A couple of things about Forticlient:
- Its installer is awful. It takes aeons to download, scan and then finally install.
- Forticlient's free version is purely signature based. That won't be a problem if you're planning on running it alongside CF though.
- It has absolutely outstanding malicious URL blocking.
1) The installer is fine, but it does download modules and updates during the installation. You can cancel the pre-install scan by clicking cancel. In all fairness, the installation is much quicker for me since I have a Fortigate on my gateway it installs with pushes from the appliance vs over the internet.
2) Version 5.6 has introduced a lot of new technologies under the hood that aren't self evidence. It's progressed from a pure signature based scanner. Although the signatures are pretty well regarded in the industry. Fortinet is very speedy with updating them - try the submission and see. (while Trend is glacially slow)
5.6 introduced Rootkit Detection, Vulnerability Scanning, Threat Intelligence and Anti-Botnet/Ransomware technology.
3) Indeed. Fortinet has perhaps the best malicious URL blocking in the industry, among any product.
A few tidbits for the technically inclined. If you install Forticlient you can go to settings, then hit 'backup' to backup the configuration. This is an XML-Style file that allows you to seriously dig into the product and tweak a lot of things under the hood that aren't available in the GUI. So make the backup, make a copy of the backup (just in case you mess up the script), then dig into the script for the juicy bits. (use Notepad++ or something)

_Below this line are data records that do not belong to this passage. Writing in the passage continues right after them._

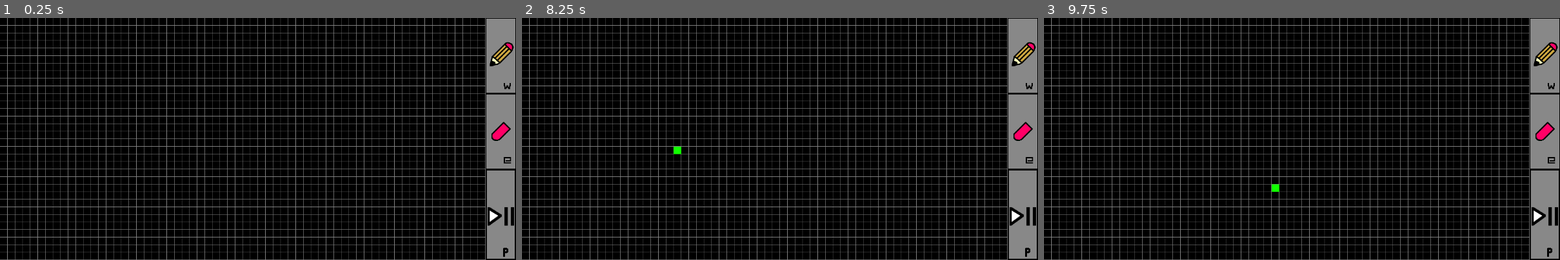
Above: before the commit, frames 1-3 (left to right).
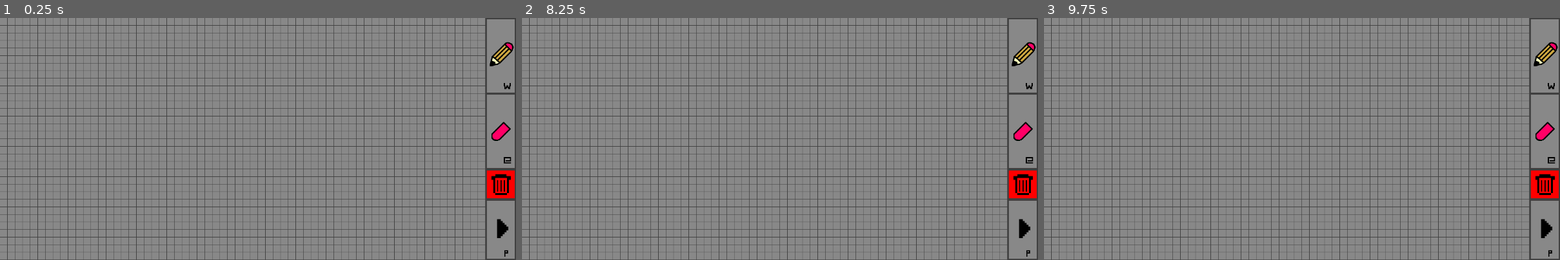
Above: after the commit, the same moments.

Repository: zro404/Game-of-Life
Game: Godot game, scene res://src/scenes/main.tscn
Two runs of this game, one before a commit and one after it. Both use one fixed random seed, a clock stepped at 60 frames per second and the inputs below. Before the commit the project starts from res://src/main.tscn.
Inputs (mouse positions are in pixels of both pictures, inside the frame that each line leads up to; where the layout moved, square brackets give the same spot in the first picture):
- Up to frame 1 (0.25 s): no input
- Up to frame 2 (8.25 s): click (1022, 184) at 0.52 s; click (1022, 230) [1022, 214] at 1.25 s; click (1022, 230) [1022, 214] at 2 s; click (1022, 56) at 2.75 s; click (1022, 56) at 3.5 s; click (1022, 184) at 4.27 s; click (1022, 56) at 5 s; click (1022, 230) [1022, 214] at 5.75 s; click (1022, 184) at 6.52 s; tap Enter at 7.25 s; move the mouse to (893, 126) at 7.27 s; click (893, 126) at 7.42 s; tap Space at 8 s; move the mouse to (676, 151) at 8.02 s; click (676, 151) at 8.17 s
- Up to frame 3 (9.75 s): tap Enter at 8.75 s; move the mouse to (1353, 85) at 8.77 s; click (1353, 85) at 8.92 s; tap Space at 9.5 s; move the mouse to (1276, 187) at 9.52 s; click (1276, 187) at 9.67 s

The runs differ from the first frame. In frame 1, 91% of the frame differs, in the area x 0-100%, y 0-100%; in frame 2, 91%; in frame 3, 91%.

Commit message:
Update UI, added clear button

Diff:
--- a/project.godot
+++ b/project.godot
@@ -11,7 +11,7 @@
 [application]
 
 config/name="Game of Life"
-run/main_scene="res://src/main.tscn"
+run/main_scene="res://src/scenes/main.tscn"
 config/features=PackedStringArray("4.0", "Mobile")
 config/icon="res://icon.svg"
 
--- a/src/globals/global_resource.gd
+++ b/src/globals/global_resource.gd
@@ -6,3 +6,5 @@
 var run: bool = false
 
 var map := []
+
+var map_template: Array
--- a/src/main.tscn
+++ b/src/scenes/main.tscn
@@ -1,20 +1,21 @@
-[gd_scene load_steps=26 format=3 uid="uid://blgaggoelqwp4"]
+[gd_scene load_steps=27 format=3 uid="uid://dgtvebx2tixl1"]
 
-[ext_resource type="Texture2D" uid="uid://ov3eaunyqlrb" path="res://assets/empty.png" id="1_hxwdr"]
-[ext_resource type="Texture2D" uid="uid://76nyx6gpx4u2" path="res://assets/filled.png" id="2_daw06"]
-[ext_resource type="Script" path="res://src/buttons.gd" id="3_0k5oc"]
-[ext_resource type="Script" path="res://src/main.gd" id="3_0ufk7"]
-[ext_resource type="Texture2D" uid="uid://dv1w8j2nbstxq" path="res://assets/pen.png" id="3_k6m10"]
-[ext_resource type="Texture2D" uid="uid://cb33lmdln3pyf" path="res://assets/eraser.png" id="3_kd5vy"]
-[ext_resource type="Texture2D" uid="uid://w2dx45xit2p0" path="res://assets/pause_play.png" id="5_fxm7e"]
+[ext_resource type="Texture2D" uid="uid://ov3eaunyqlrb" path="res://assets/empty.png" id="1_s0sun"]
+[ext_resource type="Texture2D" uid="uid://76nyx6gpx4u2" path="res://assets/filled.png" id="2_iq64c"]
+[ext_resource type="Script" path="res://src/script/main.gd" id="3_n5i7l"]
+[ext_resource type="Script" path="res://src/script/buttons.gd" id="4_l2sm1"]
+[ext_resource type="Texture2D" uid="uid://dv1w8j2nbstxq" path="res://assets/pen.png" id="5_dr3o1"]
+[ext_resource type="Texture2D" uid="uid://cb33lmdln3pyf" path="res://assets/eraser.png" id="6_vmjnf"]
+[ext_resource type="Texture2D" uid="uid://cxx7ge8ta2nm5" path="res://assets/trash.png" id="7_jmbqu"]
+[ext_resource type="Texture2D" uid="uid://w2dx45xit2p0" path="res://assets/pause_play.png" id="8_fcvun"]
 
 [sub_resource type="TileSetAtlasSource" id="TileSetAtlasSource_qgdhy"]
-texture = ExtResource("1_hxwdr")
+texture = ExtResource("1_s0sun")
 texture_region_size = Vector2i(20, 20)
 0:0/0 = 0
 
 [sub_resource type="TileSetAtlasSource" id="TileSetAtlasSource_avkk2"]
-texture = ExtResource("2_daw06")
+texture = ExtResource("2_iq64c")
 texture_region_size = Vector2i(20, 20)
 0:0/0 = 0
 
@@ -57,7 +58,7 @@
 tile_set = SubResource("TileSet_o5t3a")
 format = 2
 layer_0/tile_data = PackedInt32Array(0, 0, 0, 65536, 0, 0, 131072, 0, 0, 196608, 0, 0, 262144, 0, 0, 327680, 0, 0, 3932 …(29283 unchanged characters)…
-script = ExtResource("3_0ufk7")
+script = ExtResource("3_n5i7l")
 
 [node name="buttons" type="Control" parent="."]
 layout_mode = 3
@@ -67,7 +68,7 @@
 anchor_bottom = 1.0
 grow_horizontal = 0
 grow_vertical = 2
-script = ExtResource("3_0k5oc")
+script = ExtResource("4_l2sm1")
 
 [node name="pen" type="Button" parent="buttons"]
 layout_mode = 0
@@ -96,24 +97,54 @@
 theme_override_styles/disabled = SubResource("StyleBoxEmpty_ylxrk")
 theme_override_styles/focus = SubResource("StyleBoxEmpty_52bf3")
 action_mode = 0
-icon = ExtResource("3_kd5vy")
+icon = ExtResource("6_vmjnf")
 flat = true
 
-[node name="play" type="Button" parent="buttons"]
-layout_mode = 0
+[node name="trash" type="Button" parent="buttons"]
+layout_mode = 1
+anchors_preset = 3
+anchor_left = 1.0
+anchor_top = 1.0
+anchor_right = 1.0
+anchor_bottom = 1.0
 offset_left = 1280.0
-offset_top = 396.0
-offset_right = 1368.0
-offset_bottom = 644.0
+offset_top = 400.0
+offset_right = 1360.0
+offset_bottom = 480.0
+grow_horizontal = 0
+grow_vertical = 0
 theme_override_styles/normal = SubResource("StyleBoxEmpty_ynjvx")
 theme_override_styles/hover = SubResource("StyleBoxEmpty_3vree")
 theme_override_styles/pressed = SubResource("StyleBoxEmpty_np8ss")
 theme_override_styles/disabled = SubResource("StyleBoxEmpty_823cd")
 theme_override_styles/focus = SubResource("StyleBoxEmpty_4v7n0")
 action_mode = 0
-icon = ExtResource("5_fxm7e")
+icon = ExtResource("7_jmbqu")
+flat = true
+
+[node name="play" type="Button" parent="buttons"]
+layout_mode = 1
+anchors_preset = 3
+anchor_left = 1.0
+anchor_top = 1.0
+anchor_right = 1.0
+anchor_bottom = 1.0
+offset_left = 1280.0
+offset_top = 480.0
+offset_right = 1360.0
+offset_bottom = 640.0
+grow_horizontal = 0
+grow_vertical = 0
+theme_override_styles/normal = SubResource("StyleBoxEmpty_ynjvx")
+theme_override_styles/hover = SubResource("StyleBoxEmpty_3vree")
+theme_override_styles/pressed = SubResource("StyleBoxEmpty_np8ss")
+theme_override_styles/disabled = SubResource("StyleBoxEmpty_823cd")
+theme_override_styles/focus = SubResource("StyleBoxEmpty_4v7n0")
+action_mode = 0
+icon = ExtResource("8_fcvun")
 flat = true
 
 [connection signal="button_down" from="buttons/pen" to="buttons" method="_on_pen_button_down"]
 [connection signal="button_down" from="buttons/eraser" to="buttons" method="_on_eraser_button_down"]
+[connection signal="button_down" from="buttons/trash" to="buttons" method="_on_trash_button_down"]
 [connection signal="button_down" from="buttons/play" to="buttons" method="_on_play_button_down"]
--- a/src/buttons.gd
+++ b/src/script/buttons.gd
@@ -13,3 +13,7 @@
 
 func _on_play_button_down():
 	Globals.run = !Globals.run
+
+
+func _on_trash_button_down():
+	Globals.map = Globals.map_template.duplicate(true)
--- a/src/main.gd
+++ b/src/script/main.gd
@@ -3,8 +3,6 @@
 var Globals = preload("res://src/globals/global_resource.tres")
 
 var mouse_button_down: bool = false
-
-var map_template: Array
 
 func _ready():
 	var tmp = []
@@ -14,11 +12,11 @@
 	for i in range(32):
 		Globals.map.append(tmp.duplicate())
 
-	map_template = Globals.map.duplicate(true)
+	Globals.map_template = Globals.map.duplicate(true)
 
 func _process(_delta):
 	if Globals.run:
-		var next_gen_map = map_template.duplicate(true)
+		var next_gen_map = Globals.map_template.duplicate(true)
 
 		for row in range(len(Globals.map)):
 			for col in range(len(Globals.map[row])):
Binary file changed: assets/empty.png
Binary file changed: assets/eraser.png
Binary file changed: assets/pause_play.png
Binary file changed: assets/pen.png
Binary file added: assets/trash.png
Not shown, added: assets/trash.png.import
Not shown: 1 places in src/scenes/main.tscn that only renumber resources

The GUI is purposely limited so people don't click things in an enterprise environment and get unexpected results. You can do fun stuff like turn on multi-core scanning/processing which makes it ridiculously fast. You can dial up heuristics, turn on extreme databases for even greater signatures, etc.. Here's a small snippet;
<antivirus>
<enabled>1</enabled>
<signature_expired_notification>0</signature_expired_notification>
<scan_on_insertion>0</scan_on_insertion>
<shell_integration>1</shell_integration>
<antirootkit>4294967295</antirootkit>
<fortiguard_analytics>1</fortiguard_analytics>
<multi_process_limit>1</multi_process_limit>
<scheduled_scans>
<ignore_3rd_party_av_conflicts>0</ignore_3rd_party_av_conflicts>
<!--zero, one or more of the following child nodes-->
<full>
<enabled>1</enabled>
<repeat>2</repeat>
<day_of_month>1</day_of_month>
<time>19:30</time>
<removable_media>1</removable_media>
<network_drives>0</network_drives>
<priority>0</priority>
</full>
</scheduled_scans>
<on_demand_scanning>
<use_extreme_db>1</use_extreme_db>
<on_virus_found>4</on_virus_found>
<pause_on_battery_power>1</pause_on_battery_power>
<signature_load_memory_threshold>8</signature_load_memory_threshold>
<automatic_virus_submission>
<enabled>0</enabled>
<smtp_server>fortinetvirussubmit.com</smtp_server>
<username>Enc 341b4a044abc73d0d7cc417825d302784a359e5d30ef9432</username>
<password>Enc 16e87c0533f9a541b9895fa24f7d881da4da55430d653464</password>
</automatic_virus_submission>
<compressed_files>
<scan>1</scan>
<maxsize>0</maxsize>
</compressed_files>
<riskware>
<enabled>1</enabled>
</riskware>
<adware>
<enabled>1</enabled>
</adware>
<heuristic_scanning>
<level>3</level>
<action>2</action>
</heuristic_scanning>
Disclaimer: I'm a Fortigate NSE5 engineer. I will be happy to help anyone with questions about any setting or how the various technologies work. In my personal opinion, Forticlient makes a fantastic solution to combine with another one. For me, that's Voodooshield and Forticlient. I assume it would rock out with Comodo.
One thing to add - Forticlient adds a context menu for virus submission. This goes directly into the lab. Expect fast responses.